# What finish is best for wooden garage doors?



## Matt_vb36 (11 Mar 2012)

Hi Guy's hope you are all well, I recently made a set of garage doors for my father in-law, I made a frame of 2x2 and faced it with 12mm ply and then had to give it about 6 or 7 coats of Danish oil, my question is did I do right? should I have used Danish oil? or could there have been a better option? as I have used about £45 worth of oil (4ltr's) and this seems to be a bit costly, I used Danish oil as I thought this would give me the best protection from the weather, I have only asked so that if I were to make them again I would know how to properly go about it, your comments will be greatly appreciated and thanks for reading, Matt.


----------



## Hudson Carpentry (12 Mar 2012)

I use Danish Oil on some out door projects but there are are others. Teak Oil, Linseed Oil (which is also in Danish Oil), Exterior Varnish, Preservers and even paint (there will be more I can't think of).

Im assuming you used redwood as the frame. Personally if its to be faced with ply then I would have painted but which finishing route you take next time can be determined by the timber you wish to use.

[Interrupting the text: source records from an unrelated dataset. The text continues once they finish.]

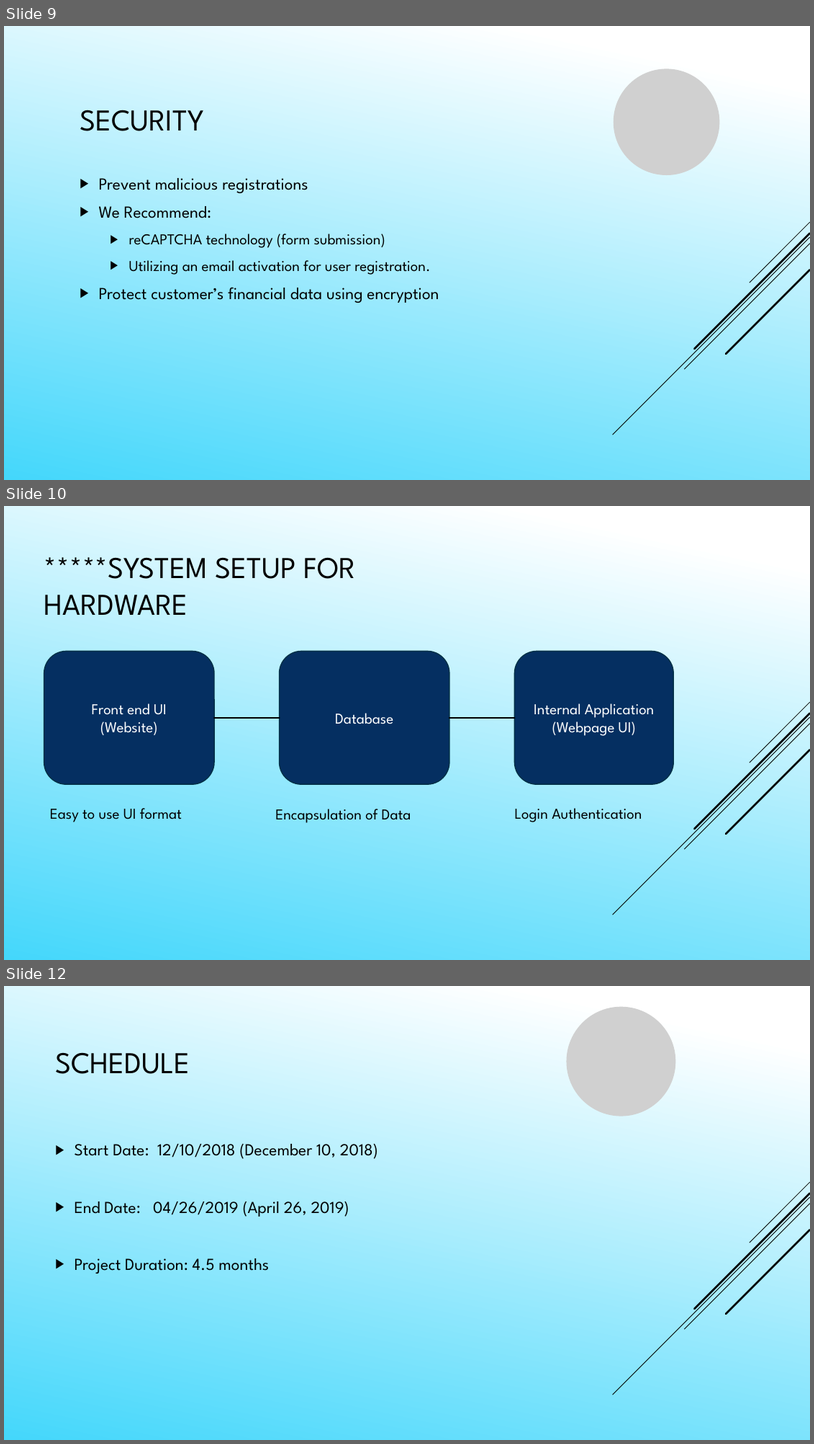
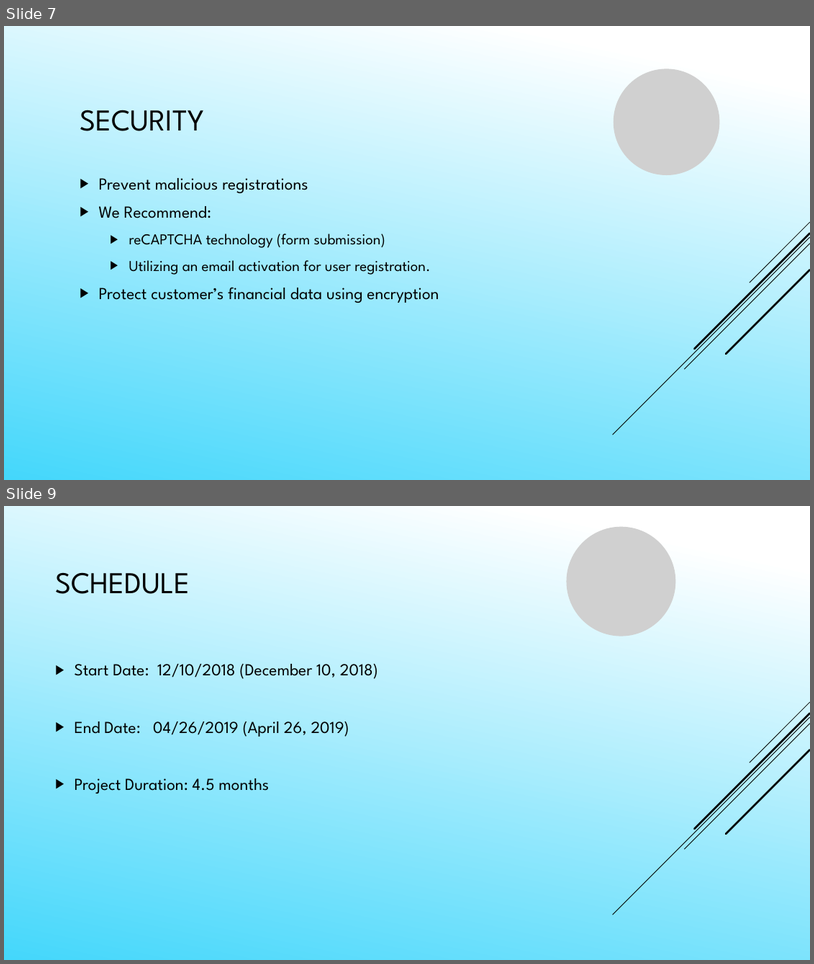
Before and after one commit to Daefikio/OOD2018Team2pro, a slide deck: Presentation Powerpoint.pptx. Shown one above the other, each under a label of ours: slides 9, 10 and 12 before the commit, slides 7 and 9 after it; the slides between them are not shown. The pictures are 814x1444 and 814x964 pixels, drawn with LibreOffice and Linux fonts; fonts in the diff are those of the drawing; grey boxes stand for pictures. Boxes give left, top, right and bottom in pixels: in the first picture for what was removed or moved away, otherwise in the second. Text is boxed around its words. In the diff, an @@ line names an element or a change of style, - is before the commit and + after.

```diff
--- a/Presentation Powerpoint.pptx
+++ b/Presentation Powerpoint.pptx
@@ slide 10 removed at <box>4,506,810,960</box>, background gradient #FFFFFF to #45D7FB; not listed: 5 template elements that a slide beside it also shows @@
@@ title removed at <box>44,557,355,615</box> @@
-*****SYSTEM SETUP FOR HARDWARE
@@ rounded rectangle removed at <box>44,651,214,784</box> @@
-Front end UI
-(Website)
@@ rounded rectangle removed at <box>279,651,449,784</box> @@
-Database
@@ rounded rectangle removed at <box>515,651,674,784</box> @@
-Internal Application
-(Webpage UI)
@@ line removed from (214, 718) to (279, 718) @@
@@ line removed from (450, 718) to (515, 718) @@
@@ text removed at <box>50,808,182,822</box> @@
-Easy to use UI format
@@ text removed at <box>515,808,642,822</box> @@
-Login Authentication
@@ text removed at <box>275,808,412,823</box> @@
-Encapsulation of Data
@@ what was slide 9 is now slide 7 @@
@@ what was slide 12 is now slide 9 @@
```
Also in this commit, not shown: 3 slides changed, 2 other slides removed.
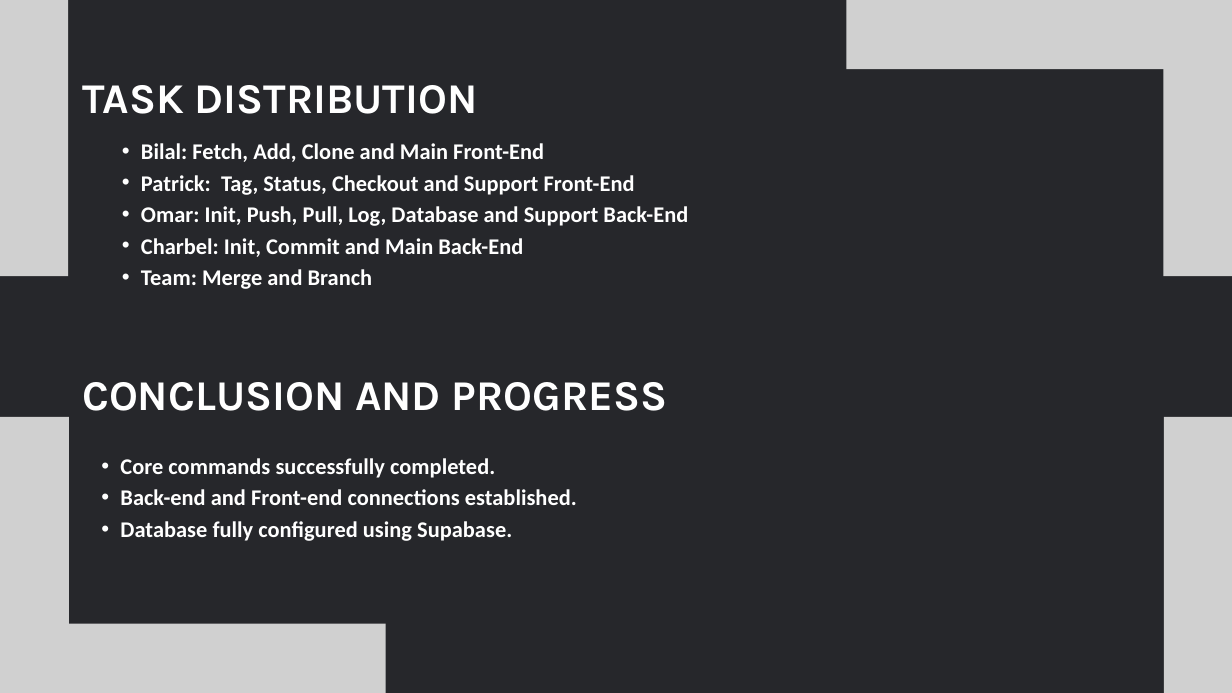
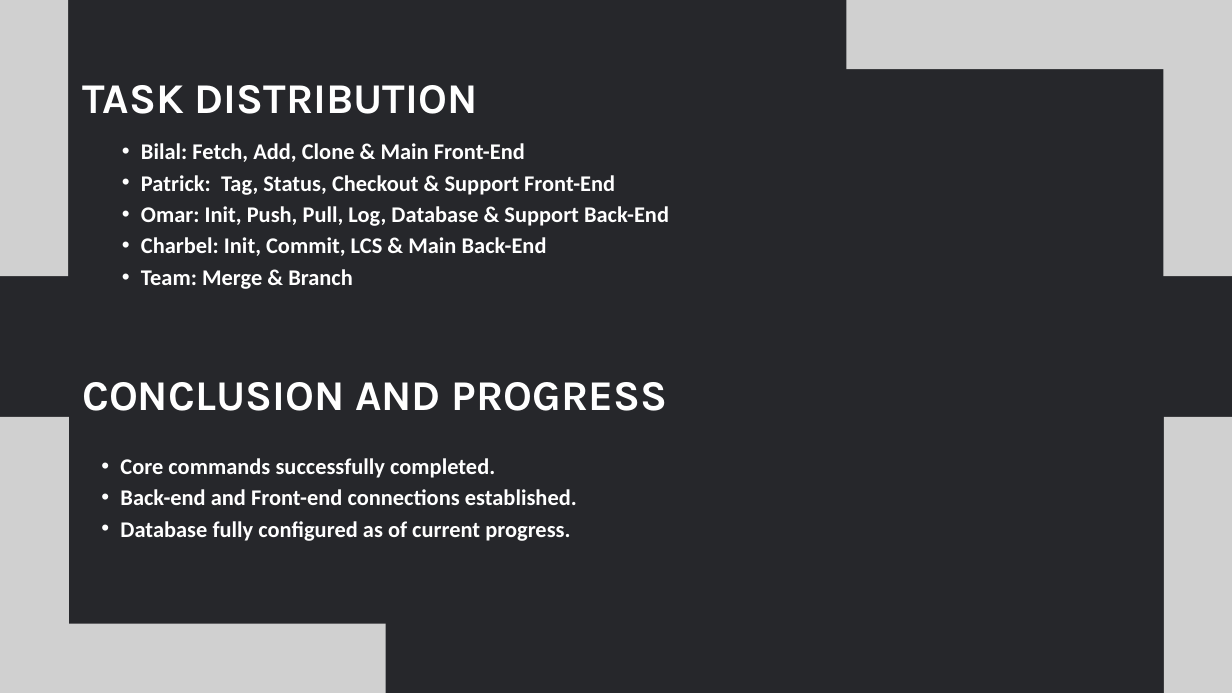
Before and after one commit to ElementaleLord/Chizel, a slide deck: slide 9 of docs/FYP Presentation.pptx. Drawn at 1232x693 pixels with LibreOffice and Linux fonts; fonts in the diff are those of the drawing; grey boxes stand for pictures. Boxes give left, top, right and bottom in pixels: in the first picture for what was removed or moved away, otherwise in the second. Text is boxed around its words. In the diff, an @@ line names an element or a change of style, - is before the commit and + after.

```diff
--- a/docs/FYP Presentation.pptx
+++ b/docs/FYP Presentation.pptx
@@ text at (x1=141, y1=143, x2=669, y2=289): text changed @@
-  • Bilal: Fetch, Add, Clone and Main Front-End
-  • Patrick: Tag, Status, Checkout and Support Front-End
-  • Omar: Init, Push, Pull, Log, Database and Support Back-End
-  • Charbel: Init, Commit and Main Back-End
-  • Team: Merge and Branch
+  • Bilal: Fetch, Add, Clone & Main Front-End
+  • Patrick: Tag, Status, Checkout & Support Front-End
+  • Omar: Init, Push, Pull, Log, Database & Support Back-End
+  • Charbel: Init, Commit, LCS & Main Back-End
+  • Team: Merge & Branch
@@ text at (x1=120, y1=521, x2=570, y2=541): text changed @@
-  • Database fully configured using Supabase.
+  • Database fully configured as of current progress.
```
Also in this commit, not shown: 6 other slides changed.
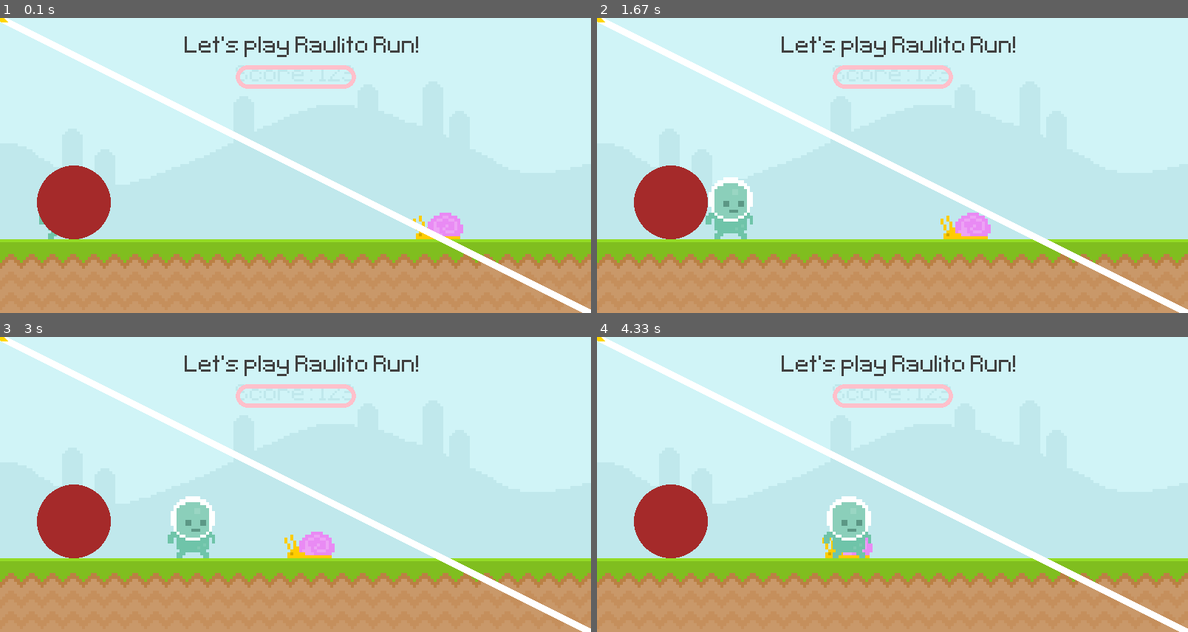
Above: before the commit, frames 1-4 (two rows, left to right).
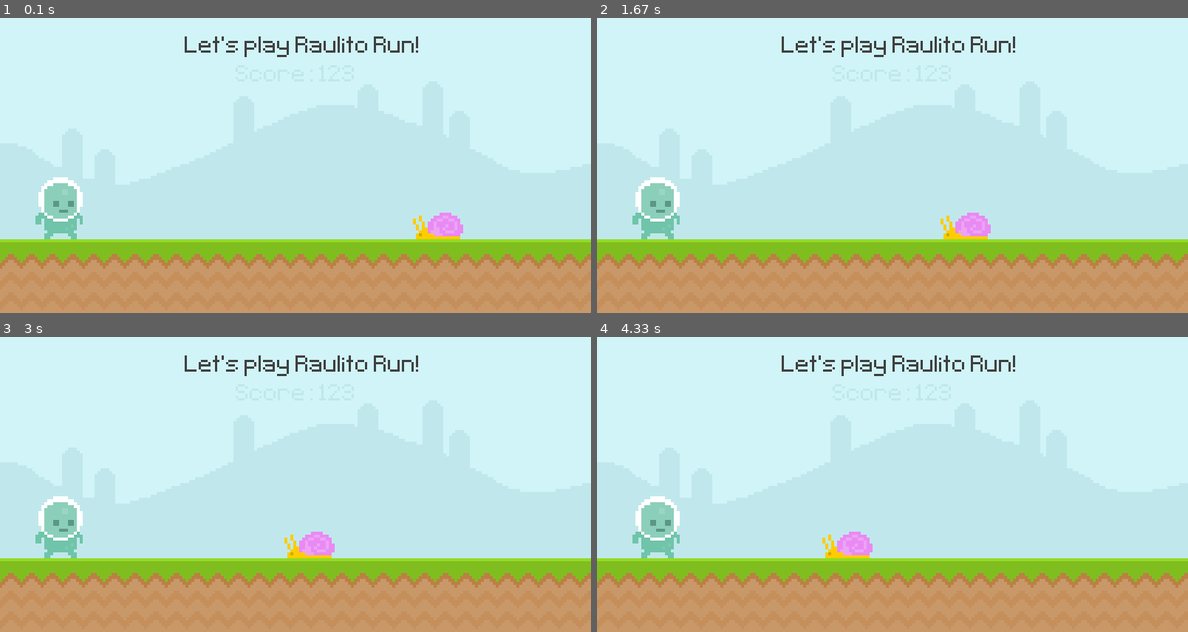
Above: after the commit, the same moments.

Repository: jm4ch4do/py_game_mario
Game: pygame game, started from window.py
Same seed, same stepped clock (60 frames per second), same inputs: the game is played once before the commit and once after it.
Inputs:
- Up to frame 1 (0.1 s): no input
- Up to frame 2 (1.67 s): tap Space at 0.33 s
- Up to frame 3 (3 s): no input
- Up to frame 4 (4.33 s): no input

The runs differ from the first frame. In frame 1, 5.6% of the frame differs, in the area x 0-100%, y 0-100%; in frame 2, 6.9%; in frame 3, 6.9%; in frame 4, 6.9%.

Commit message:
test: captures pressed keys

Diff:
--- a/window.py
+++ b/window.py
@@ -57,6 +57,14 @@
             _pyg.quit()
             _sys.exit()
 
+        # --- Key Press
+        if event.type == _pyg.KEYDOWN:
+            if event.key == _pyg.K_SPACE:
+                print('JUMP NOW')
+
+        if event.type == _pyg.KEYUP:
+            print('KEY UP')
+
 
     # -----INSERT FIXED SURFACES
     screen.blit(sky_surface, sky_pos)
@@ -66,23 +74,19 @@
 
 
     # -----INSERT MOVING SURFACES
-    # screen.blit(snail_surface, (snail_x, snail_y))
-    # screen.blit(player_surface, (player_x, player_y))
     screen.blit(snail_surface, snail_rect)
     screen.blit(player_surface, player_rect)
-
-    _pyg.draw.rect(screen, 'Pink', score_rect, 6, 20)
-    _pyg.draw.line(screen, 'White', (0,0), (800, 400), 10)
-    _pyg.draw.line(screen, 'Gold', (0,0), _pyg.mouse.get_pos(), 10)
-    _pyg.draw.ellipse(screen, 'Brown', _pyg.Rect(50, 200, 100, 100))
 
 
     # -----MOVING ELEMENTS
     snail_rect.x -= 1
     if snail_rect.right <= 0: snail_rect.left = SCREEN_X
 
-    player_rect.left += 1
 
+    # # -----CAPTURE KEYS
+    keys = _pyg.key.get_pressed()
+    if keys[_pyg.K_SPACE]:
+        print('still holding space')
 
     # ----- GAME LOOP END
     _pyg.display.update()

£45 is cheap for 4 litres of danish oil so I assume you used a shed/shop brand? An exterior Varnish and 3 coats would have been cheaper but not as good a protector as it sits on the surface rather then soaks in.


----------



## Matt_vb36 (12 Mar 2012)

Hudson Carpentry":2t62iu0l said:


> I use Danish Oil on some out door projects but there are are others. Teak Oil, Linseed Oil (which is also in Danish Oil), Exterior Varnish, Preservers and even paint (there will be more I can't think of).
> 
> Im assuming you used redwood as the frame. Personally if its to be faced with ply then I would have painted but which finishing route you take next time can be determined by the timber you wish to use.
> 
> £45 is cheap for 4 litres of danish oil so I assume you used a shed/shop brand? An exterior Varnish and 3 coats would have been cheaper but not as good a protector as it sits on the surface rather then soaks in.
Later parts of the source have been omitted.